Economic uncertainty has hit the S&P 500 like a wrecking ball this year, sending the benchmark index spiraling into a bear market. But the drawdown has been especially devastating for electric car company Tesla (TSLA -1.01%). Its share price has plummeted 72% year to date, which makes it the second-worst-performing stock in the S&P 500.

For context, Tesla has never suffered a sharper share price decline at any point in its history, and six analysts have downgraded the stock in the last two weeks alone.

Is that meltdown a once-in-a-decade buying opportunity? Or should investors avoid this beleaguered stock?

The bear case for Tesla

Tesla has experienced a number of setbacks of late. The company missed delivery estimates in the third quarter, and while management had previously guided for 50% growth in annual deliveries, CFO Zachary Kirkhorn recently said deliveries would fall just short of that figure this year.

Tesla places the blame on its batch shipment strategy, which creates logistics bottlenecks near the end of each quarter. The company is working to resolve that problem by smoothing regional builds and spreading shipments more evenly throughout each quarter. But investors are afraid the delivery shortfall is a symptom of a larger problem: decreased demand. And Tesla stoked that fear last week when it doubled its discount on Model 3 and Model Y vehicles.

Additionally, Tesla has temporarily shuttered Gigafactory Shanghai in response to a surge of COVID-19 cases in China, which arose following the government's easing of zero-COVID policies. Gigafactory Shanghai is Tesla's largest factory as measured by car output, according to The Wall Street Journal, so its closure could cause fourth-quarter deliveries to fall even shorter than previously expected.

Finally, many analysts have expressed concern about Twitter, noting that CEO Elon Musk may be neglecting Tesla and its shareholders at a time when the electric car company desperately needs his leadership in order to focus on issues facing the social media platform.

As a whole, the bear case is compelling and worth consideration, but it centers around short-term problems. If Tesla is indeed struggling with weak demand, it almost certainly stems from high inflation and rising interest rates, not an underlying problem with its vehicles. That means demand should rebound as economic conditions improve. Additionally, Gigafactory Shanghai will reopen in time, and Musk plans to step down as CEO of Twitter.

Red Tesla Model Y speeding down the open road.

Image source: Tesla.

The bull case for Tesla

Despite delivery shortfalls and softening demand, Tesla sold more fully electric cars than any other automaker through the first nine months of the year, capturing an 18.5% market share. Moreover, Tesla once again reported an industry-leading operating margin in the third quarter, as its focus on manufacturing efficiency continued to bear fruit.

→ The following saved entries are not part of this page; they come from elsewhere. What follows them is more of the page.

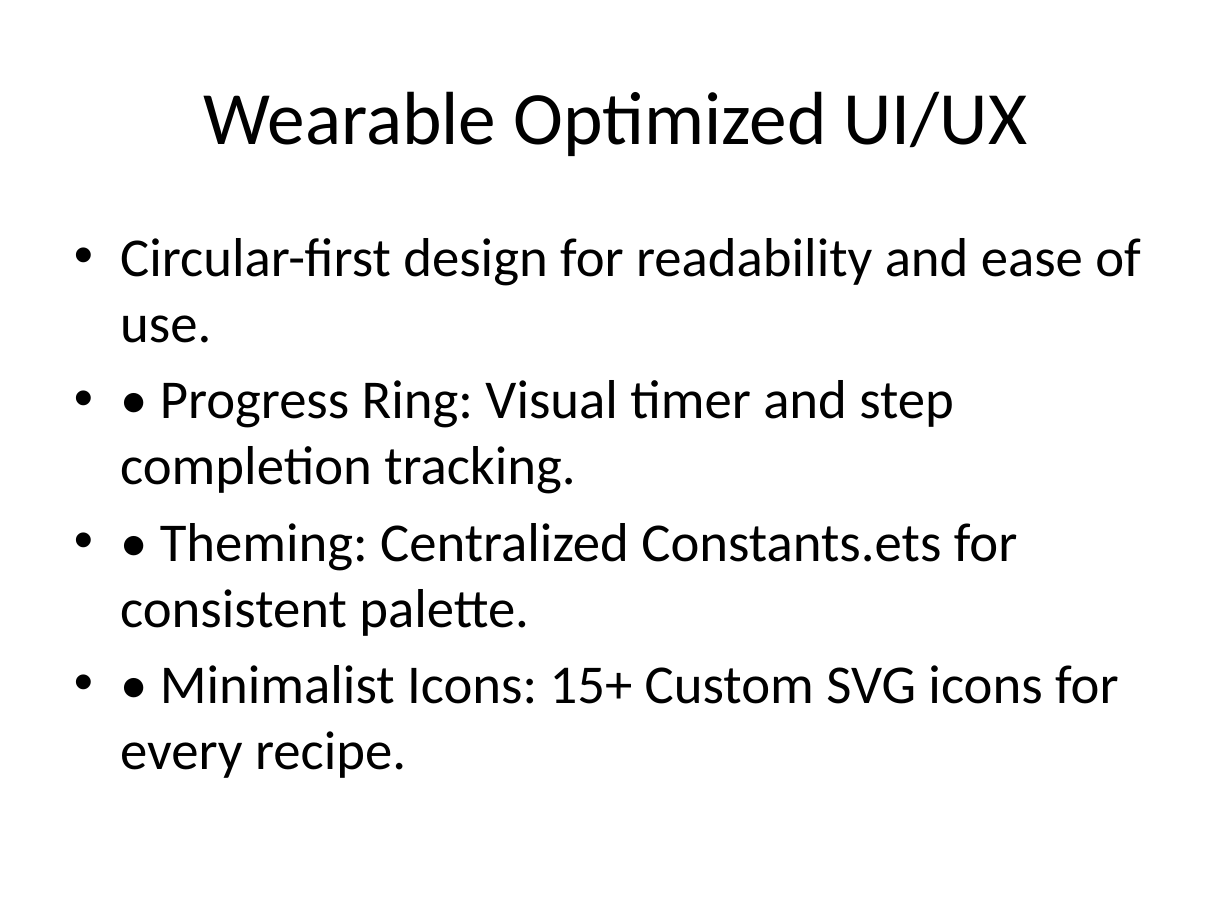
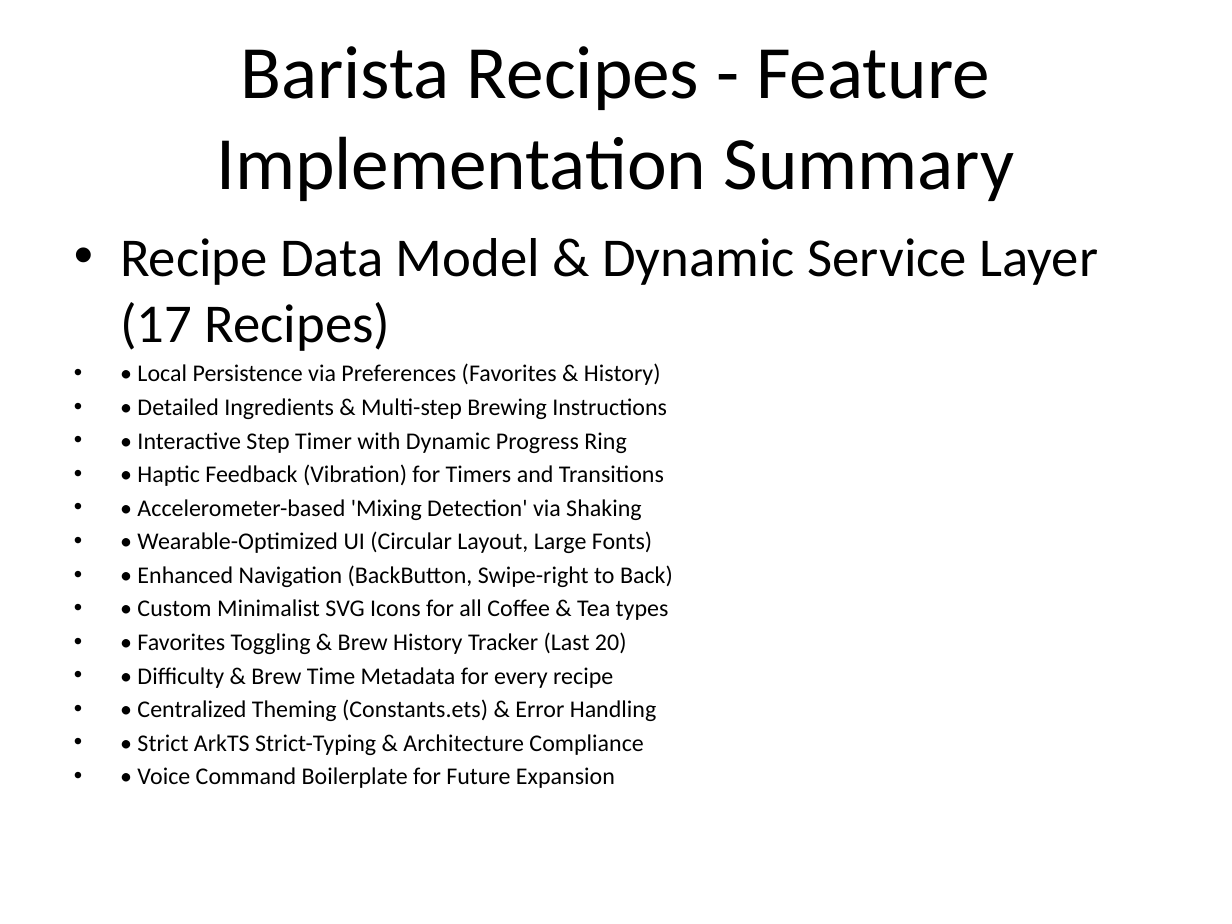
Before and after one commit to bunyamineymen/barista-recipes, a slide deck: slide 1 of Barista_Recipes_Improvements.pptx (slide 6 before the commit). Drawn at 1232x924 pixels with LibreOffice and Linux fonts; fonts in the diff are those of the drawing. Boxes give left, top, right and bottom in pixels: in the first picture for what was removed or moved away, otherwise in the second. Text is boxed around its words. In the diff, an @@ line names an element or a change of style, - is before the commit and + after.

Commit message:
docs: update presentation to single-page feature summary
- Re-generated Barista_Recipes_Improvements.pptx as a one-page summary
- Listed all key feature implementations and technical upgrades
- Optimized layout and font size for single-slide readability

```diff
--- a/Barista_Recipes_Improvements.pptx
+++ b/Barista_Recipes_Improvements.pptx
@@ title at [216, 46, 1015, 201]: text changed @@
-Wearable Optimized UI/UX
+Barista Recipes - Feature Implementation Summary
@@ text at [120, 238, 1098, 788]: text changed; size 32 to 14 pt @@
-• Circular-first design for readability and ease of use.
-• • Progress Ring: Visual timer and step completion tracking.
-• • Theming: Centralized Constants.ets for consistent palette.
-• • Minimalist Icons: 15+ Custom SVG icons for every recipe.
+• Recipe Data Model & Dynamic Service Layer (17 Recipes)
+• • Local Persistence via Preferences (Favorites & History)
+• • Detailed Ingredients & Multi-step Brewing Instructions
+• • Interactive Step Timer with Dynamic Progress Ring
+• • Haptic Feedback (Vibration) for Timers and Transitions
+• • Accelerometer-based 'Mixing Detection' via Shaking
+• • Wearable-Optimized UI (Circular Layout, Large Fonts)
+• • Enhanced Navigation (BackButton, Swipe-right to Back)
+• • Custom Minimalist SVG Icons for all Coffee & Tea types
+• • Favorites Toggling & Brew History Tracker (Last 20)
+• • Difficulty & Brew Time Metadata for every recipe
+• • Centralized Theming (Constants.ets) & Error Handling
+• • Strict ArkTS Strict-Typing & Architecture Compliance
+• • Voice Command Boilerplate for Future Expansion
```
Also in this commit, not shown: 8 slides removed.

Better yet, Tesla is set to become more efficient in the future. The company already pays less to build battery packs (the most expensive part of an electric car) than other automakers, and its latest 4680 battery cells promise to reinforce that edge by cutting costs in half. Tesla is also ramping up output at new plants in Texas and Germany. Gigafactory Berlin is particularly noteworthy because it will localize vehicle production in Europe, the second-largest electric car market in the world, thereby lowering logistics costs for Tesla.

More broadly, Tesla still believes it can achieve 50% average annual growth in vehicle deliveries over a multiyear horizon, even if it falls short of that guidance this year. That leaves the company well positioned to capitalize on a large and growing addressable market. According to Transparency Market Research, global electric vehicle sales will grow at nearly 30% annually to a total of $1.9 trillion by 2031.

However, Musk and other members of management have said full self-driving (FSD) technology will eventually be the most important source of profitability for Tesla. The company recently launched its FSD beta software across North America, and pending regulatory approval, Europe and other parts of the world will follow. Additionally, Tesla plans to produce a robotaxi in 2024, moving one step closer to its ultimate goal of operating an autonomous ride-hailing network.

On that note, Precedence Research says the global autonomous vehicle market will grow at 39% annually to reach $1.8 trillion by 2030, and Ark Invest estimates that autonomous ride-hailing platforms will generate $2 trillion in profits by 2030. That puts Tesla in front of another large market opportunity, and with more autonomous driving data than any other automaker, the company is particularly well positioned to be a leader in self-driving cars.

Investors need to understand the risks

Even after its share price meltdown, Tesla still commands a market capitalization of $355 billion, meaning the company is worth nearly twice as much as the next closest automaker. Additionally, a portion of its valuation is based on FSD technology, which faces regulatory hurdles and uncertain development timelines. That makes Tesla stock risky.

However, with shares currently trading at 5.2 times sales -- a big discount to the historical average of 11 times sales -- the sell-off has created a good buying opportunity for risk-tolerant investors.